Constitutional Exceptionalism

Constitutional Exceptionalism

by digby

Marcy Wheeler does an interesting thought experiment substituting the word "terrorist" for "sexually dangerous person" in the Supreme Court arguments from the case decided today:

[L]et’s look how some passages from SCOTUS nominee Elena Kagan’s successful argument in U.S. v. Comstock–in which SCOTUS just voted 7-2 to affirm the federal government’s authority to indefinitely detain sex offenders who are mentally ill–appear when we replace the term “sexually dangerous person” with “terrorist.” (See Adam B’s post on the decision for a good overview of the decision.)

KAGAN: The Federal Government has mentally ill, sexually dangerous persons [terrorists] in its custody. It knows that those persons, if released, will commit serious sexual [terrorist] offenses;

[snip]

JUSTICE GINSBURG: But the likelihood is that the person will stay in Federal custody?

GENERAL KAGAN: I think that that’s fair, that the likelihood is that the person will stay in Federal custody until such time as a court finds that the reasons for that custody have lapsed.

[snip]

CHIEF JUSTICE ROBERTS: So you would say that the Federal Government has no such power independent of the criminal conviction [enemy combatant designation]? In other words, that Congress could not pass a law saying, just as this one says, we are going to commit people who are sexually dangerous [terrorists] until a determination that they are not or until the [another] State can take them? That power would not be in Article I?

GENERAL KAGAN: Without the person having entered the criminal justice system [been designated an enemy combatant] in any way.
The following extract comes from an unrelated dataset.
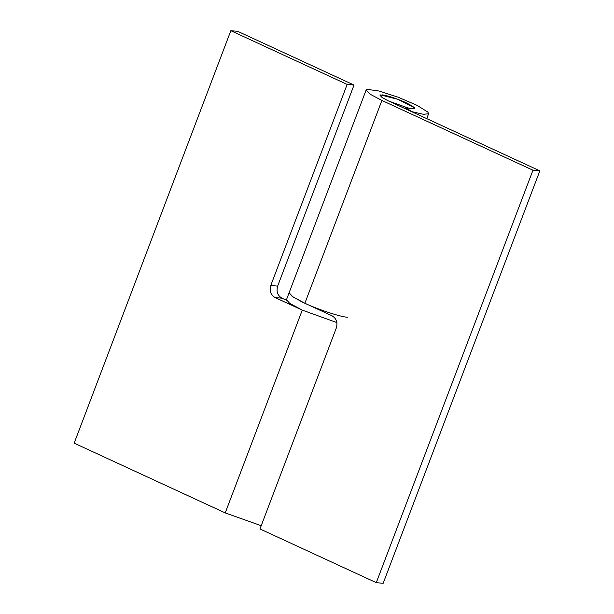 <?xml version="1.0" encoding="UTF-8"?>
<svg xmlns="http://www.w3.org/2000/svg" width="614" height="614" viewBox="0 0 614 614"><rect width="100%" height="100%" fill="white"/><g stroke="black" fill="none" stroke-linecap="round" stroke-linejoin="round"><path stroke-width="0.92" d="M286.508 300.277L286.485 299.678L289.585 303.262L302.257 310.124L336.902 322.596L302.257 310.124L275.064 297.56C270.72 294.912 269.293 290.89 270.774 285.479L347.156 84.417L354.025 85.047L277.651 286.116C276.162 291.52 277.589 295.549 281.941 298.197L286.523 300.315M286.285 300.208L289.094 292.809L292.195 296.393L301.766 301.773C313.923 308.067 340.448 317.093 347.524 317.231M412.47 108.862L414.719 108.478L412.746 106.314L406.859 103.098C399.96 99.652 385.999 94.978 382.261 94.909L380.012 95.293L382.276 97.649L388.777 101.095L408.487 108.141L412.47 108.862M354.025 85.047L237.71 31.337L230.833 30.7L74.164 443.147L225.223 512.905L261.203 525.707M230.833 30.7L347.156 84.417M366.128 90.02L289.094 292.809L293.024 296.946L304.866 303.247L332.059 315.803C336.411 318.451 337.838 322.48 336.349 327.884L259.975 528.953L376.29 582.663L383.167 583.3L539.836 170.853L388.777 101.095L382.192 97.595L380.012 95.293L380.619 94.924L397.765 99.276L414.304 107.565L414.719 108.478L411.841 108.793L405.255 107.273L411.572 111.587L423.422 114.311L428.603 113.751L427.866 112.109L417.152 105.385L398.079 97.181L378.708 90.964L367.218 89.36L366.128 90.02L370.05 94.165L381.9 100.458L532.967 170.216L539.836 170.853M405.255 107.273L404.795 108.494M532.967 170.216L376.29 582.663M270.774 285.479L277.651 286.116M275.064 297.56L281.941 298.197M302.257 310.124L225.223 512.905M381.9 100.458L304.866 303.247M426.745 118.632L428.603 113.751"/></g></svg>
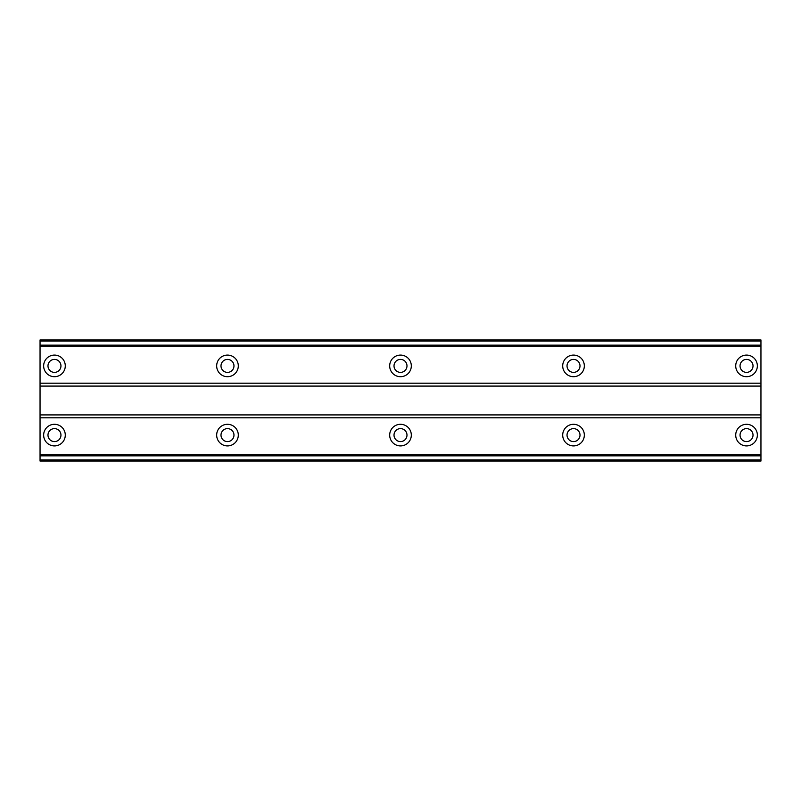 <?xml version="1.0" encoding="UTF-8"?>
<svg xmlns="http://www.w3.org/2000/svg" width="801" height="801" viewBox="0 0 801 801"><rect width="100%" height="100%" fill="white"/><g stroke="black" fill="none" stroke-linecap="round" stroke-linejoin="round"><path stroke-width="1.2" d="M54.468 372.385A6.488 6.488 0 0 1 47.98 365.897A6.488 6.488 0 0 1 54.468 359.409A6.488 6.488 0 0 1 60.956 365.897A6.488 6.488 0 0 1 54.468 372.385M746.532 372.385A6.488 6.488 0 0 1 740.044 365.897A6.488 6.488 0 0 1 746.532 359.409A6.488 6.488 0 0 1 753.02 365.897A6.488 6.488 0 0 1 746.532 372.385M573.516 372.385A6.488 6.488 0 0 1 567.028 365.897A6.488 6.488 0 0 1 573.516 359.409A6.488 6.488 0 0 1 580.004 365.897A6.488 6.488 0 0 1 573.516 372.385M400.5 372.385A6.488 6.488 0 0 1 394.012 365.897A6.488 6.488 0 0 1 400.5 359.409A6.488 6.488 0 0 1 406.988 365.897A6.488 6.488 0 0 1 400.5 372.385M227.484 372.385A6.488 6.488 0 0 1 220.996 365.897A6.488 6.488 0 0 1 227.484 359.409A6.488 6.488 0 0 1 233.972 365.897A6.488 6.488 0 0 1 227.484 372.385M54.468 424.29A10.814 10.814 0 0 0 43.654 435.103A10.814 10.814 0 0 0 54.468 445.917A10.814 10.814 0 0 0 65.281 435.103A10.814 10.814 0 0 0 54.468 424.29M746.532 424.29A10.814 10.814 0 0 0 735.718 435.103A10.814 10.814 0 0 0 746.532 445.917A10.814 10.814 0 0 0 757.345 435.103A10.814 10.814 0 0 0 746.532 424.29M573.516 424.29A10.814 10.814 0 0 0 562.702 435.103A10.814 10.814 0 0 0 573.516 445.917A10.814 10.814 0 0 0 584.33 435.103A10.814 10.814 0 0 0 573.516 424.29M400.5 424.29A10.814 10.814 0 0 0 389.686 435.103A10.814 10.814 0 0 0 400.5 445.917A10.814 10.814 0 0 0 411.313 435.103A10.814 10.814 0 0 0 400.5 424.29M227.484 424.29A10.814 10.814 0 0 0 216.671 435.103A10.814 10.814 0 0 0 227.484 445.917A10.814 10.814 0 0 0 238.297 435.103A10.814 10.814 0 0 0 227.484 424.29M54.468 355.083A10.814 10.814 0 0 0 43.654 365.897A10.814 10.814 0 0 0 54.468 376.71A10.814 10.814 0 0 0 65.281 365.897A10.814 10.814 0 0 0 54.468 355.083M746.532 355.083A10.814 10.814 0 0 0 735.718 365.897A10.814 10.814 0 0 0 746.532 376.71A10.814 10.814 0 0 0 757.345 365.897A10.814 10.814 0 0 0 746.532 355.083M573.516 355.083A10.814 10.814 0 0 0 562.702 365.897A10.814 10.814 0 0 0 573.516 376.71A10.814 10.814 0 0 0 584.33 365.897A10.814 10.814 0 0 0 573.516 355.083M400.5 355.083A10.814 10.814 0 0 0 389.686 365.897A10.814 10.814 0 0 0 400.5 376.71A10.814 10.814 0 0 0 411.313 365.897A10.814 10.814 0 0 0 400.5 355.083M227.484 355.083A10.814 10.814 0 0 0 216.671 365.897A10.814 10.814 0 0 0 227.484 376.71A10.814 10.814 0 0 0 238.297 365.897A10.814 10.814 0 0 0 227.484 355.083M54.468 441.591A6.488 6.488 0 0 1 47.98 435.103A6.488 6.488 0 0 1 54.468 428.615A6.488 6.488 0 0 1 60.956 435.103A6.488 6.488 0 0 1 54.468 441.591M746.532 441.591A6.488 6.488 0 0 1 740.044 435.103A6.488 6.488 0 0 1 746.532 428.615A6.488 6.488 0 0 1 753.02 435.103A6.488 6.488 0 0 1 746.532 441.591M573.516 441.591A6.488 6.488 0 0 1 567.028 435.103A6.488 6.488 0 0 1 573.516 428.615A6.488 6.488 0 0 1 580.004 435.103A6.488 6.488 0 0 1 573.516 441.591M400.5 441.591A6.488 6.488 0 0 1 394.012 435.103A6.488 6.488 0 0 1 400.5 428.615A6.488 6.488 0 0 1 406.988 435.103A6.488 6.488 0 0 1 400.5 441.591M227.484 441.591A6.488 6.488 0 0 1 220.996 435.103A6.488 6.488 0 0 1 227.484 428.615A6.488 6.488 0 0 1 233.972 435.103A6.488 6.488 0 0 1 227.484 441.591M40.05 341.096L760.95 341.096L760.95 339.944L40.05 339.944L40.05 461.056L760.95 461.056L760.95 459.904L40.05 459.904M760.95 341.096L760.95 459.904M40.05 455.849L760.95 455.849M760.95 454.307L40.05 454.307M40.05 417.802L760.95 417.802M760.95 414.918L40.05 414.918M40.05 386.082L760.95 386.082M760.95 383.198L40.05 383.198M40.05 346.693L760.95 346.693M760.95 345.151L40.05 345.151"/></g></svg>

I've been thinking for a long time that in light of Americans' eagerness to set aside due process for terrorist suspects and sex offenders that the list of crimes with which the constitution is not considered adequate to deal will likely expand. It's too illogical, even for us, to say that the failed Times Square bombing is more dangerous than a crime spree serial killer or a murderous drug gang.

It makes no sense that the constitution would give those individuals rights under the constitution but not give them to sex offenders and failed terrorists. Something will have to give. It seems almost inevitable in our current climate and with this current court that more crimes are going to be designated outside the normal constitutional order in order to justify the ones that already are.


*It should be noted that Marcy's piece specifically links the torture caused mental illness of Abu Zubaydah and Mohammed al-Qahtani to this decision while my point is a more broad point about America's new zeal for creating exceptions to established constitutional principles. And she's probably right that these are the people who are most likely to be designated unfit for trial but unrealeasable ---we drove them crazy and now we can't try them or let them go. It's the ultimate Kafka nightmare.